Yoga is just one of the many group exercise options available to help you get serious—and social—about your back-to-school workout routine.
Yoga is just one of the many group exercise options available to help you get serious—and social—about your back-to-school workout routine.
Grace Mcconnachie
Grace Mcconnachie

the student body

I’ve always preferred individual exercise to group exercise. Before this past summer, I was perfectly happy to sweat it out solo on the treadmill and avoid all human contact with the help of my iPod. But my opinion on the benefits of group exercise has changed since returning from a recent trip I took to Beijing, China.

I noticed right away the stark differences in the ways that people in Beijing exercise compared to the way many people work out in North America.

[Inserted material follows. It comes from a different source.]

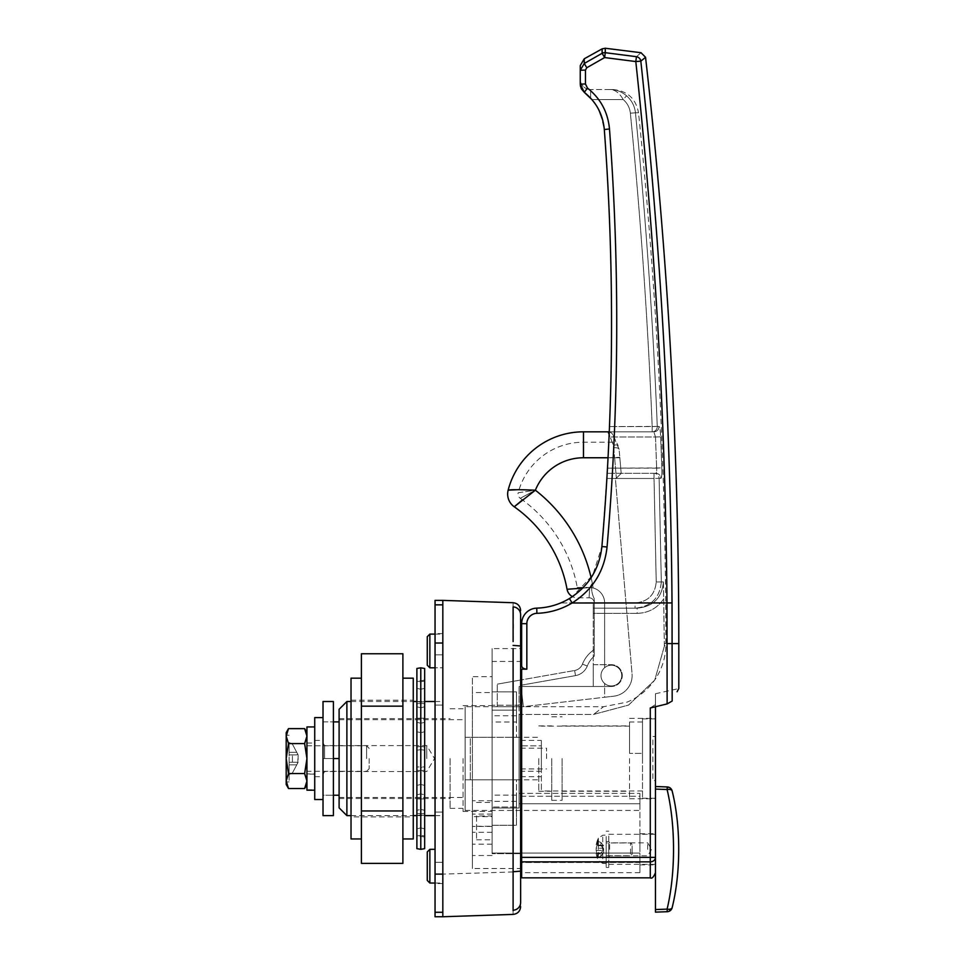 <?xml version="1.0" encoding="UTF-8"?>
<svg xmlns="http://www.w3.org/2000/svg" width="965" height="965" viewBox="0 0 965 965"><rect width="100%" height="100%" fill="white"/><g stroke="black" fill="none" stroke-linecap="round" stroke-linejoin="round"><path stroke-width="0.72" stroke-dasharray="4.83 3.62" d="M429.859 883.035L429.859 849.333L427.266 851.926L427.266 862.288M427.266 654.837L427.266 665.211L429.859 667.804L442.826 667.804L442.826 654.837L442.826 667.804L435.046 667.804M339.101 709.299L339.101 807.838M346.881 815.618L346.881 701.519M470.317 779.829L516.468 779.829L516.468 825.28L516.468 779.829L470.317 779.829L470.317 737.308L470.317 758.562L470.317 737.308L516.468 737.308L470.317 737.308L492.09 737.308L492.09 691.857L492.09 825.28L492.09 779.829L470.317 779.829L492.09 779.829L492.09 737.308L470.317 737.308L470.317 779.829M492.09 816.607L492.09 692.556L472.392 692.556L472.392 676.682L492.09 676.682L492.09 648.613L492.09 816.607L472.392 816.607L472.392 800.733L472.392 868.512L520.618 868.512L520.618 648.613L492.09 648.613M492.09 826.462L472.392 826.462L472.392 692.556M463.055 758.562L463.055 811.469L463.055 758.562M450.088 758.562L450.088 808.356L450.088 758.562M516.468 722.013L516.468 691.857L516.468 722.013L492.09 722.013M516.468 710.131L492.09 710.131L492.09 691.857L492.09 710.131L516.468 710.131L516.468 737.308L516.468 691.857L492.09 691.857L516.468 691.857L516.468 710.131M435.046 874.109L435.046 912.287L442.826 912.287L442.826 874.109L435.046 874.109L435.046 654.837L435.046 812.06L442.826 812.06L442.826 701.519L442.826 815.618L442.826 633.571L442.826 883.554L442.826 812.06L435.046 812.06L435.046 643.016L442.826 643.016L442.826 600.387L442.826 604.85L435.046 604.85L435.046 600.387M435.046 849.333L429.859 849.333M520.618 614.657C520.618 609.12 520.618 609.12 520.618 614.657A7.78 7.732 0 0 0 513.103 606.925C513.103 601.328 513.103 601.328 513.103 606.925L513.127 607.829M513.151 610.724L513.163 612.365M513.175 618.855L513.175 624.403M513.163 628.444L513.139 635.73M513.127 640.29L513.115 641.58M513.103 648.613L513.103 910.212C513.103 915.809 513.103 915.809 513.103 910.212A7.78 7.732 180 0 0 520.618 902.48C520.618 908.017 520.618 908.017 520.618 902.48L520.618 899.911M442.826 912.287L442.826 604.85M472.392 826.462L472.392 676.682M516.468 795.112L516.468 825.28L492.09 825.28L492.09 807.005L492.09 825.28L516.468 825.28L516.468 807.005L492.09 807.005L516.468 807.005L516.468 795.112L492.09 795.112M472.392 816.607L472.392 868.512M520.618 758.562L520.618 868.512M492.09 855.521L472.392 855.521M339.101 758.562L339.101 798.501L339.101 719.673L339.101 795.244L339.101 721.892L339.101 758.562L323.022 758.562L333.395 758.562L333.395 721.892L333.395 795.244L333.395 758.562L323.022 758.562L323.022 721.892L333.395 721.892L323.022 721.892L323.022 799.539L323.022 717.598L323.022 795.244L333.395 795.244L323.022 795.244L323.022 758.562L333.395 758.562M520.618 888.994L520.618 883.964M513.103 871.733L520.618 871.166L520.618 619.253M516.468 715.765L492.09 715.765M516.468 801.36L492.09 801.36M492.09 692.556L492.09 676.682M492.09 814.11L472.392 814.11M492.09 800.733L472.392 800.733M492.09 832.325L472.392 832.325M652.183 431.825L609.265 431.825L653.86 431.825L609.265 431.825L653.86 431.825L652.183 431.825L652.183 426.578C647.949 321.876 640.676 217.402 630.362 113.158C640.676 217.402 647.949 321.876 652.183 426.578L657.274 426.421C653.052 321.647 645.766 217.101 635.452 112.796C645.766 217.101 653.052 321.647 657.274 426.421L658.999 426.421C659.831 426.976 660.374 430.438 660.651 436.807C660.374 430.426 659.831 426.964 658.999 426.421L657.274 426.421A5.187 5.102 90 0 1 657.274 426.639A5.187 5.102 -90 0 0 657.274 426.421L609.47 426.578L652.183 426.578L652.183 431.825A5.187 5.102 -90 0 0 657.274 426.639A5.187 5.102 90 0 1 652.183 431.825M602.787 120.36L604.307 129.527C614.705 268.572 613.897 407.58 601.895 546.552L607.48 468.134A2593.16 2593.16 0 0 0 609.036 437.012L655.488 437.012L653.86 431.825L655.488 437.012L609.036 437.012L609.265 431.825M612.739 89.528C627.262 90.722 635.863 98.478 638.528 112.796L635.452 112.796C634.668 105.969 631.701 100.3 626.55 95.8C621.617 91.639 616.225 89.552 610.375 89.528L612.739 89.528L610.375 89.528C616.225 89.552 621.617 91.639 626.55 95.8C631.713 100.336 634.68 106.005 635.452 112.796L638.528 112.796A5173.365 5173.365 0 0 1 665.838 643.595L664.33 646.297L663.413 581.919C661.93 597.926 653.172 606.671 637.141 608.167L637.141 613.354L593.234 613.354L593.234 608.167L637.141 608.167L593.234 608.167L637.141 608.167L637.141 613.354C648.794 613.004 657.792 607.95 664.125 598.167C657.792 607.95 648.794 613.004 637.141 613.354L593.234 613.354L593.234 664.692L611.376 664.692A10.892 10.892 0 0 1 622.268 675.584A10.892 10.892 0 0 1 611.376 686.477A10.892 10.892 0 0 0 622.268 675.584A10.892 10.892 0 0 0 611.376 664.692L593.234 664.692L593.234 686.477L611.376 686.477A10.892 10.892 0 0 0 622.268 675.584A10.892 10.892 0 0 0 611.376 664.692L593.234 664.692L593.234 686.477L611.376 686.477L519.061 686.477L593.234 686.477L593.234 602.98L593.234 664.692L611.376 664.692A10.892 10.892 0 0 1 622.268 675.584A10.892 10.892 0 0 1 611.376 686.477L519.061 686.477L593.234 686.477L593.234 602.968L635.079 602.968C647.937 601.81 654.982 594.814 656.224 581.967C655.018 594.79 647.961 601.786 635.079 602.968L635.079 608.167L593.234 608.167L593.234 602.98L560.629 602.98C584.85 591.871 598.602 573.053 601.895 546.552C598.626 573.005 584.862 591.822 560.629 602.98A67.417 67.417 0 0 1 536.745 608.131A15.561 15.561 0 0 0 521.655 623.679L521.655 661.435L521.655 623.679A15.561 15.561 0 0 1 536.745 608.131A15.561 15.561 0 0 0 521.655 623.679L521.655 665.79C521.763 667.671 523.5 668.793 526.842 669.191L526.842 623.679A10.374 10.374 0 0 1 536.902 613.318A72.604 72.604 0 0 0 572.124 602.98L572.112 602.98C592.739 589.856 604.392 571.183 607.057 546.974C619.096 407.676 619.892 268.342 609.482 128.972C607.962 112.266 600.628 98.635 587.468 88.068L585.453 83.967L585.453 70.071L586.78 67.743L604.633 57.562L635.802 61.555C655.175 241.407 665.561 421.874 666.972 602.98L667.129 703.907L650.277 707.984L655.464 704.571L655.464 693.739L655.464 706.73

Here, it seems many of us drag ourselves to the gym only when our schedules will allow it—as though working out is nothing more than a chore. Once we get to the gym, we tend to get caught up in meeting certain fitness goals while we go through the motions of our individualized workouts. In Beijing, by contrast, entire communities gather at certain times of the day to do group aerobics, dancing and Tai Chi in city parks. People use community exercise as a way to socialize and meet with their friends on a daily basis.

Carolyn Johanson, director of Path Yoga at 336 Barrie St., said participating in a group activity helps people feed off of the energy of the group to increase their focus on their exercise.

“There’s a community feel in terms of the fact that everyone’s here to accomplish the same thing together,” she said. “A lot of what we focus on is concerned with audible breathing, and even being able to hear someone’s breathing beside you can help.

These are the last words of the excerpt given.